Your assignment. Write out again, exactly, the lines below starting at the one with "var _build_id: String" and ending at the one with "event.pressed and event.keycode".

Task input.
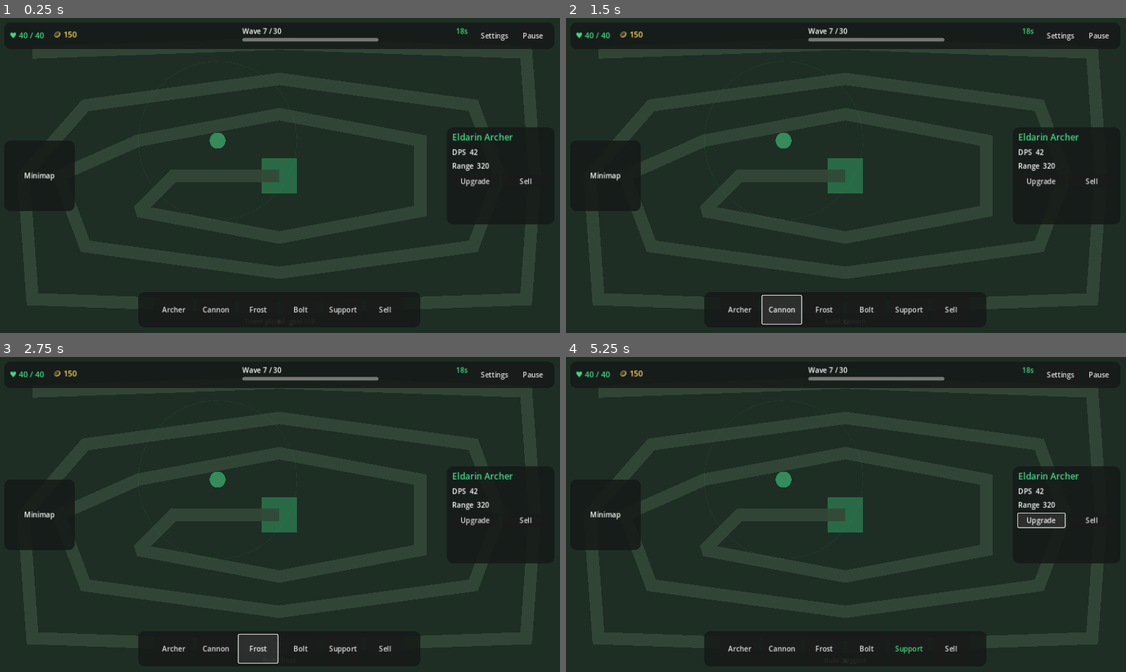
Above: before the commit, frames 1-4 (two rows, left to right).
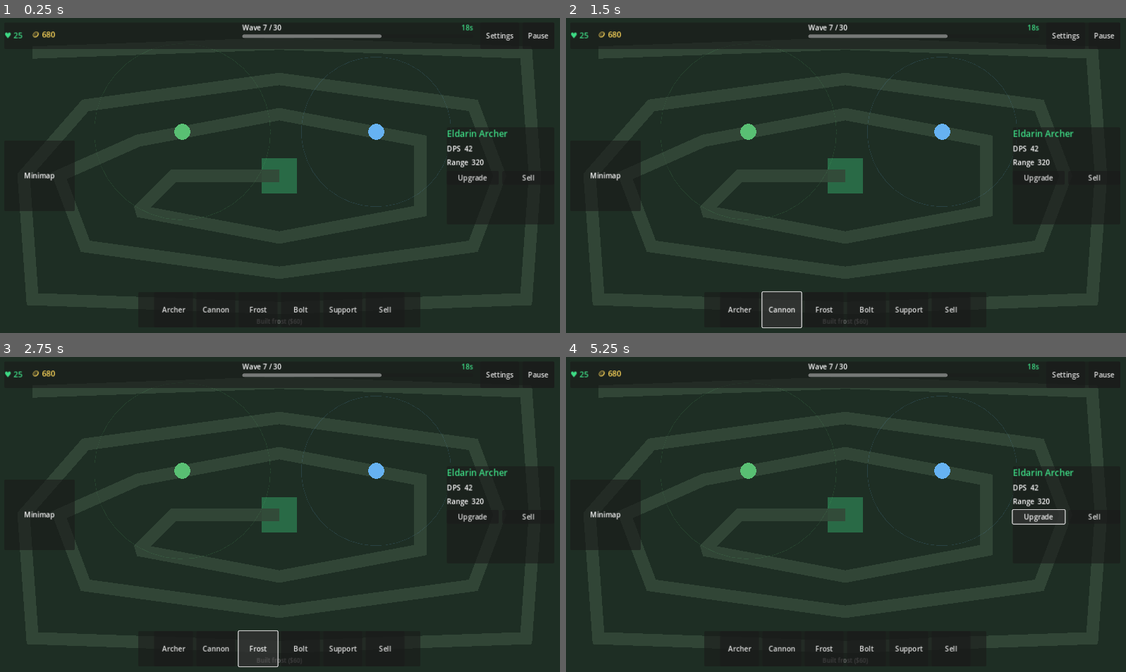
Above: after the commit, the same moments.

Repository: kennethIve/Green-TD
Game: Godot game, scene res://scenes/main.tscn
Two runs of this game, one before a commit and one after it. Both use one fixed random seed, a clock stepped at 60 frames per second and the inputs below.
Inputs:
- Up to frame 1 (0.25 s): no input
- Up to frame 2 (1.5 s): click "Archer" at 0.5 s; click "Cannon" at 1.25 s
- Up to frame 3 (2.75 s): click "Frost" at 2 s
- Up to frame 4 (5.25 s): click "Bolt" at 2.75 s; click "Support" at 3.5 s; click "Sell" at 4.25 s; click "Upgrade" at 5 s

The runs differ from the first frame. In frame 1, 2.2% of the frame differs, in the area x 0-98%, y 2-98%; in frame 2, 2.3%; in frame 3, 2.3%; in frame 4, 2.4%.
Error after the commit: Parse Error: Cannot infer the type of "on" variable because the value doesn't have a set type. (res://scripts/ui/hud.gd:64)

Commit message:
Fix axis-aligned paths, sell mode, frost/support, timer, path build block.

Diff:
--- a/scripts/main.gd
+++ b/scripts/main.gd
@@ -1,13 +1,13 @@
 extends Node2D
-## Game loop aligned to Green Circle TD: leak at CENTER loses a life.
+## Green Circle TD — 4-corner axis-aligned rings, multi-tower, center leak.
 
 const START_LIVES := 40
-const START_GOLD := 200
-const TOWER_COST := 50
+const START_GOLD := 220
+const PATH_HALF_WIDTH := 18.0
+const TowerScript = preload("res://scripts/tower/tower.gd")
 
 @onready var hud: Control = $UI/HUD
-@onready var spawner: WaveSpawner = $WaveSpawner
-@onready var path: CreepPath = $CreepPath
+@onready var spawner = $WaveSpawner
 @onready var towers: Node2D = $Towers
 @onready var status_label: Label = $StatusLabel
 
@@ -15,7 +15,9 @@
 var gold: int = START_GOLD
 var _ended: bool = false
 var _build_id: String = "archer"
-
+var _sell_mode: bool = false
+var _selected_tower: Node2D = null
+var _wave_time_left: float = 0.0
 
 func _ready() -> void:
 	spawner.creep_leaked.connect(_on_leak)
@@ -24,43 +26,138 @@
 	spawner.all_waves_cleared.connect(_on_win)
 	if hud.has_signal("build_pressed"):
 		hud.build_pressed.connect(_on_build_pressed)
+	if hud.has_signal("upgrade_pressed"):
+		hud.upgrade_pressed.connect(_on_upgrade)
+	if hud.has_signal("sell_pressed"):
+		hud.sell_pressed.connect(_on_sell_mode)
+	if hud.has_signal("pause_pressed"):
+		hud.pause_pressed.connect(_on_pause)
+	if hud.has_signal("settings_pressed"):
+		hud.settings_pressed.connect(func() -> void: status_label.text = "Settings — coming soon")
+	if hud.has_method("set_build_selected"):
+		hud.set_build_selected("archer")
 	_refresh_hud()
-	status_label.text = "Circle path → center leak. Space = wave · Click = tower ($%d)" % TOWER_COST
-	_place_tower(Vector2(500, 280))
+	status_label.text = "4-corner circle · Space=wave · Click=build/select · Sell mode then click tower"
+	_place_tower(Vector2(420, 260), "archer")
+	_place_tower(Vector2(860, 260), "frost")
 
+func _process(delta: float) -> void:
+	if _ended or _wave_time_left <= 0.0:
+		return
+	_wave_time_left = maxf(_wave_time_left - delta, 0.0)
+	if hud.has_method("set_wave"):
+		hud.set_wave(spawner.wave_index, spawner.total_waves, _wave_time_left)
 
 func _unhandled_input(event: InputEvent) -> void:
 	if _ended:
 		return
-	if event is InputEventKey and event.pressed and event.keycode == KEY_SPACE:
-		if not spawner.start_next_wave():
-			status_label.text = "Wave busy or finished"
+	if event is InputEventKey and event.pressed:
+		if event.keycode == KEY_SPACE:
+			if not spawner.start_next_wave():
+				status_label.text = "Wave busy or finished"
+		elif event.keycode == KEY_U:
+			_on_upgrade()
 	elif event is InputEventMouseButton and event.pressed and event.button_index == MOUSE_BUTTON_LEFT:
-		if _build_id == "sell":
+		var pos := get_global_mouse_position()
+		var hit := _tower_at(pos)
+		if _sell_mode:
+			if hit:
+				_sell_tower(hit)
+			else:
+				status_label.text = "Sell mode: click a tower"
 			return
-		_place_tower(get_global_mouse_position())
+		if hit:
+			_select_tower(hit)
+			return
+		_place_tower(pos, _build_id)
 
+func _on_pause() -> void:
+	get_tree().paused = not get_tree().paused
+	# Keep HUD processable
+	if hud:
+		hud.process_mode = Node.PROCESS_MODE_ALWAYS
+	status_label.text = "Paused" if get_tree().paused else "Resumed"
 
-func _place_tower(pos: Vector2) -> void:
-	if gold < TOWER_COST:
+func _tower_at(pos: Vector2) -> Node2D:
+	for t in towers.get_children():
+		if t.global_position.distance_to(pos) <= 22.0:
+			return t
+	return null
+
+func _select_tower(t: Node2D) -> void:
+	_selected_tower = t
+	_sell_mode = false
+	if hud.has_method("show_tower") and t.has_method("focus_data"):
+		hud.show_tower(t.focus_data())
+
+func _on_path(pos: Vector2) -> bool:
+	for path_name in ["PathTL", "PathTR", "PathBR", "PathBL"]:
+		var path := get_node_or_null(path_name)
+		if path == null:
+			continue
+		var pts: PackedVector2Array = path.get_points()
+		for i in range(pts.size() - 1):
+			if Geometry2D.get_closest_point_to_segment(pos, pts[i], pts[i + 1]).distance_to(pos) <= PATH_HALF_WIDTH:
+				return true
+	return false
+
+func _place_tower(pos: Vector2, id: String) -> void:
+	var defs: Dictionary = TowerScript.DEFS.get(id, TowerScript.DEFS["archer"])
+	var cost: int = int(defs["cost"])
+	if gold < cost:
 		status_label.text = "Not enough gold"
 		return
-	# Soft block placing on the green center goal
-	if pos.distance_to(Vector2(640, 360)) < 50.0:
+	if pos.distance_to(Vector2(640, 360)) < 55.0:
 		status_label.text = "Cannot build on center"
 		return
-	gold -= TOWER_COST
-	var t := Tower.new()
-	t.position = pos
-	towers.add_child(t)
+	if _on_path(pos):
+		status_label.text = "Cannot build on path"
+		return
+	for t in towers.get_children():
+		if t.global_position.distance_to(pos) < 36.0:
+			status_label.text = "Too close to another tower"
+			return
+	gold -= cost
+	var tower = TowerScript.new()
+	tower.apply_id(id)
+	tower.position = pos
+	towers.add_child(tower)
+	_select_tower(tower)
 	_refresh_hud()
-	status_label.text = "Tower placed · gold %d" % gold
-
+	status_label.text = "Built %s ($%d)" % [id, cost]
 
 func _on_build_pressed(id: String) -> void:
+	_sell_mode = false
 	_build_id = id
 	status_label.text = "Build: %s" % id
 
+func _on_sell_mode() -> void:
+	_sell_mode = true
+	status_label.text = "Sell mode ON — click a tower to sell"
+
+func _sell_tower(t: Node2D) -> void:
+	gold += int(t.sell_refund)
+	if _selected_tower == t:
+		_selected_tower = null
+		if hud.has_method("show_tower"):
+			hud.show_tower(null)
+	t.queue_free()
+	_sell_mode = false
+	_refresh_hud()
+	status_label.text = "Sold"
+
+func _on_upgrade() -> void:
+	if _selected_tower == null or not is_instance_valid(_selected_tower):
+		return
+	var cost: int = int(_selected_tower.upgrade_cost)
+	if gold < cost:
+		status_label.text = "Need $%d to upgrade" % cost
+		return
+	if _selected_tower.upgrade():
+		gold -= cost
+		_select_tower(_selected_tower)
+		_refresh_hud()
+		status_label.text = "Upgraded"
 
 func _on_leak() -> void:
 	if _ended:
@@ -70,32 +167,28 @@
 	if lives <= 0:
 		_lose()
 
-
 func _on_kill(reward: int) -> void:
+	if _ended:
+		return
 	gold += reward
 	_refresh_hud()
 
-
 func _on_wave_started(index: int, total: int) -> void:
+	_wave_time_left = 24.0
 	if hud.has_method("set_wave"):
-		hud.set_wave(index, total, 0.0)
-	status_label.text = "Wave %d / %d" % [index, total]
-
+		hud.set_wave(index, total, _wave_time_left)
+	status_label.text = "Wave %d / %d — 4 corners" % [index, total]
 
 func _on_win() -> void:
 	if _ended:
 		return
 	_ended = true
-	status_label.text = "VICTORY — all waves cleared"
-
+	status_label.text = "VICTORY"
 
 func _lose() -> void:
 	_ended = true
-	status_label.text = "DEFEAT — lives depleted"
-
+	status_label.text = "DEFEAT"
 
 func _refresh_hud() -> void:
 	if hud.has_method("set_resources"):
-		hud.set_resources(lives, gold)
-		if hud.get_node_or_null("%LivesLabel"):
-			hud.get_node("%LivesLabel").text = "♥ %d / %d" % [lives, START_LIVES]
+		hud.set_resources(lives, gold, START_LIVES)
--- a/scripts/ui/hud.gd
+++ b/scripts/ui/hud.gd
@@ -1,5 +1,5 @@
 extends Control
-## Green TD HUD — dark glass + #3DDC84 accent (UI/UX handoff stubs).
+## Dark-glass HUD — 3 top pills, build glow, focus costs.
 
 signal build_pressed(id: String)
 signal upgrade_pressed
@@ -9,6 +9,7 @@
 
 const ACCENT := Color("3DDC84")
 const PANEL_BG := Color(0.08, 0.1, 0.09, 0.85)
+const SELL_RED := Color(0.9, 0.3, 0.3)
 
 @onready var lives_label: Label = %LivesLabel
 @onready var gold_label: Label = %GoldLabel
@@ -19,37 +20,31 @@
 @onready var focus_name: Label = %FocusName
 @onready var focus_dps: Label = %FocusDps
 @onready var focus_range: Label = %FocusRange
+@onready var focus_upgrade_cost: Label = %FocusUpgradeCost
+@onready var focus_sell_refund: Label = %FocusSellRefund
+@onready var upgrade_btn: Button = %UpgradeBtn
+@onready var sell_btn: Button = %SellBtn
 @onready var build_tray: HBoxContainer = %BuildTray
 
 var _build_buttons: Dictionary = {}
-var _demo_seeded: bool = false
-
+var _selected_build: String = ""
 
 func _ready() -> void:
 	_style_panels()
 	_wire_buttons()
-	# Demo seed only if game never pushed real resources this frame
-	await get_tree().process_frame
-	if not _demo_seeded:
-		# Leave blank-ish defaults; main.gd owns live values
-		pass
+	show_tower(null)
 
-
-func set_resources(lives: int, gold: int) -> void:
-	_demo_seeded = true
-	lives_label.text = "♥ %d" % lives
+func set_resources(lives: int, gold: int, lives_max: int = 40) -> void:
+	lives_label.text = "♥ %d / %d" % [lives, lives_max]
 	gold_label.text = "🪙 %d" % gold
 
-
 func set_wave(n: int, total: int, secs: float) -> void:
-	_demo_seeded = true
 	wave_label.text = "Wave %d / %d" % [n, total]
 	var m := int(secs) / 60
 	var s := int(secs) % 60
 	timer_label.text = "%02d:%02d" % [m, s]
-	wave_bar.max_value = 30.0
-	wave_bar.value = clampf(secs, 0.0, 30.0)
-
+	wave_bar.max_value = maxf(secs, 1.0)
+	wave_bar.value = clampf(secs, 0.0, wave_bar.max_value)
 
 func show_tower(data) -> void:
 	if data == null:
@@ -57,45 +52,70 @@
 		return
 	focus_card.visible = true
 	focus_name.text = str(data.get("name", "Tower"))
-	focus_dps.text = "DPS  %s" % str(data.get("dps", "—"))
-	focus_range.text = "Range  %s" % str(data.get("range", "—"))
-
+	focus_dps.text = "DPS  %s   (+%s)" % [str(data.get("dps", "—")), str(data.get("dps_delta", 0))]
+	focus_range.text = "Range  %s   (+%s)" % [str(data.get("range", "—")), str(data.get("range_delta", 0))]
+	focus_upgrade_cost.text = "Upgrade  $%s" % str(data.get("upgrade_cost", "—"))
+	focus_sell_refund.text = "Refund  $%s" % str(data.get("sell_refund", "—"))
 
 func set_build_selected(id: String) -> void:
+	_selected_build = id
 	for btn_id in _build_buttons:
 		var btn: Button = _build_buttons[btn_id]
-		btn.button_pressed = (btn_id == id)
-		if btn_id == id:
-			btn.add_theme_color_override("font_color", ACCENT)
-		else:
-			btn.remove_theme_color_override("font_color")
+		var on := btn_id == id
+		btn.button_pressed = on
+		_set_btn_glow(btn, on)
 
+func _set_btn_glow(btn: Button, on: bool) -> void:
+	var sb := StyleBoxFlat.new()
+	sb.bg_color = Color(0.12, 0.16, 0.14, 0.95)
+	sb.set_corner_radius_all(10)
+	sb.content_margin_left = 6
+	sb.content_margin_right = 6
+	sb.content_margin_top = 6
+	sb.content_margin_bottom = 6
+	if on:
+		sb.border_width_left = 3
+		sb.border_width_right = 3
+		sb.border_width_top = 3
+		sb.border_width_bottom = 3
+		sb.border_color = ACCENT
+		sb.shadow_color = Color(ACCENT.r, ACCENT.g, ACCENT.b, 0.55)
+		sb.shadow_size = 8
+	btn.add_theme_stylebox_override("normal", sb)
+	btn.add_theme_stylebox_override("pressed", sb)
+	btn.add_theme_stylebox_override("hover", sb)
+	if on:
+		btn.add_theme_color_override("font_color", ACCENT)
+	else:
+		btn.remove_theme_color_override("font_color")
 
 func _wire_buttons() -> void:
 	%SettingsBtn.pressed.connect(func() -> void: settings_pressed.emit())
 	%PauseBtn.pressed.connect(func() -> void: pause_pressed.emit())
-	%UpgradeBtn.pressed.connect(func() -> void: upgrade_pressed.emit())
-	%SellBtn.pressed.connect(func() -> void: sell_pressed.emit())
+	upgrade_btn.pressed.connect(func() -> void: upgrade_pressed.emit())
+	sell_btn.pressed.connect(func() -> void: sell_pressed.emit())
+	upgrade_btn.add_theme_color_override("font_color", ACCENT)
+	sell_btn.add_theme_color_override("font_color", SELL_RED)
 	var ids := ["archer", "cannon", "frost", "lightning", "support", "sell"]
-	for i in ids.size():
-		var node_name := "TowerBtn_%s" % ids[i]
+	for id in ids:
+		var node_name := "TowerBtn_%s" % id
 		if build_tray.has_node(node_name):
 			var b: Button = build_tray.get_node(node_name)
-			b.set_meta("tower_id", ids[i])
-			_build_buttons[ids[i]] = b
-			b.pressed.connect(_on_build.bind(ids[i]))
-
+			_build_buttons[id] = b
+			b.custom_minimum_size = Vector2(64, 64)
+			b.pressed.connect(_on_build.bind(id))
+			_set_btn_glow(b, false)
 
 func _on_build(id: String) -> void:
 	if id == "sell":
-		sell_pressed.emit()
+		set_build_selected("sell")
+		sell_pressed.emit()  # enter sell mode; click tower to confirm
 	else:
 		set_build_selected(id)
 		build_pressed.emit(id)
 
-
 func _style_panels() -> void:
-	for path in ["%TopBarPanel", "%Minimap", "%FocusCard", "%BuildTrayPanel"]:
+	for path in ["%ResourcesPill", "%WavePillPanel", "%SysPill", "%Minimap", "%FocusCard", "%BuildTrayPanel"]:
 		var n := get_node_or_null(path)
 		if n is PanelContainer:
 			var sb := StyleBoxFlat.new()

Task answer.
 var _build_id: String = "archer"
-
+var _sell_mode: bool = false
+var _selected_tower: Node2D = null
+var _wave_time_left: float = 0.0
 
 func _ready() -> void:
 	spawner.creep_leaked.connect(_on_leak)
@@ -24,43 +26,138 @@
 	spawner.all_waves_cleared.connect(_on_win)
 	if hud.has_signal("build_pressed"):
 		hud.build_pressed.connect(_on_build_pressed)
+	if hud.has_signal("upgrade_pressed"):
+		hud.upgrade_pressed.connect(_on_upgrade)
+	if hud.has_signal("sell_pressed"):
+		hud.sell_pressed.connect(_on_sell_mode)
+	if hud.has_signal("pause_pressed"):
+		hud.pause_pressed.connect(_on_pause)
+	if hud.has_signal("settings_pressed"):
+		hud.settings_pressed.connect(func() -> void: status_label.text = "Settings — coming soon")
+	if hud.has_method("set_build_selected"):
+		hud.set_build_selected("archer")
 	_refresh_hud()
-	status_label.text = "Circle path → center leak. Space = wave · Click = tower ($%d)" % TOWER_COST
-	_place_tower(Vector2(500, 280))
+	status_label.text = "4-corner circle · Space=wave · Click=build/select · Sell mode then click tower"
+	_place_tower(Vector2(420, 260), "archer")
+	_place_tower(Vector2(860, 260), "frost")
 
+func _process(delta: float) -> void:
+	if _ended or _wave_time_left <= 0.0:
+		return
+	_wave_time_left = maxf(_wave_time_left - delta, 0.0)
+	if hud.has_method("set_wave"):
+		hud.set_wave(spawner.wave_index, spawner.total_waves, _wave_time_left)
 
 func _unhandled_input(event: InputEvent) -> void:
 	if _ended:
 		return
-	if event is InputEventKey and event.pressed and event.keycode == KEY_SPACE:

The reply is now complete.